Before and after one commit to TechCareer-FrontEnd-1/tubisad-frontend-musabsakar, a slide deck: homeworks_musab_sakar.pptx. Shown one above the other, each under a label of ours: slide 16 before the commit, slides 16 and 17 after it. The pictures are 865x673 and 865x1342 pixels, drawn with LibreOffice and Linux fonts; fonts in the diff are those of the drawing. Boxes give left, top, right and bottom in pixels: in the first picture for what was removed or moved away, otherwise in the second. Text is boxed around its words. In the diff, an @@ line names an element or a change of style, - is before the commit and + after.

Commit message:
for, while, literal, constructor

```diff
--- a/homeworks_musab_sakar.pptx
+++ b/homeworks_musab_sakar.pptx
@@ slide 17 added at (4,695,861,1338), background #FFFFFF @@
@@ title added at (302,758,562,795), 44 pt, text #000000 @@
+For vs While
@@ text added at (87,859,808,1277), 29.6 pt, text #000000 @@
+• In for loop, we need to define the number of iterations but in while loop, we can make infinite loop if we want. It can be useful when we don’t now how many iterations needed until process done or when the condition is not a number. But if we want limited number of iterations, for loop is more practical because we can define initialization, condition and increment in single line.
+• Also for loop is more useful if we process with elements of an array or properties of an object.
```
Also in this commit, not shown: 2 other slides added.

#### [Task directions]
Please write out each entry shown above exactly as given.

#### [Result of this task]
Before and after one commit to TechCareer-FrontEnd-1/tubisad-frontend-musabsakar, a slide deck: homeworks_musab_sakar.pptx. Shown one above the other, each under a label of ours: slide 16 before the commit, slides 16 and 17 after it. The pictures are 865x673 and 865x1342 pixels, drawn with LibreOffice and Linux fonts; fonts in the diff are those of the drawing. Boxes give left, top, right and bottom in pixels: in the first picture for what was removed or moved away, otherwise in the second. Text is boxed around its words. In the diff, an @@ line names an element or a change of style, - is before the commit and + after.

Commit message:
for, while, literal, constructor

```diff
--- a/homeworks_musab_sakar.pptx
+++ b/homeworks_musab_sakar.pptx
@@ slide 17 added at (4,695,861,1338), background #FFFFFF @@
@@ title added at (302,758,562,795), 44 pt, text #000000 @@
+For vs While
@@ text added at (87,859,808,1277), 29.6 pt, text #000000 @@
+• In for loop, we need to define the number of iterations but in while loop, we can make infinite loop if we want. It can be useful when we don’t now how many iterations needed until process done or when the condition is not a number. But if we want limited number of iterations, for loop is more practical because we can define initialization, condition and increment in single line.
+• Also for loop is more useful if we process with elements of an array or properties of an object.
```
Also in this commit, not shown: 2 other slides added.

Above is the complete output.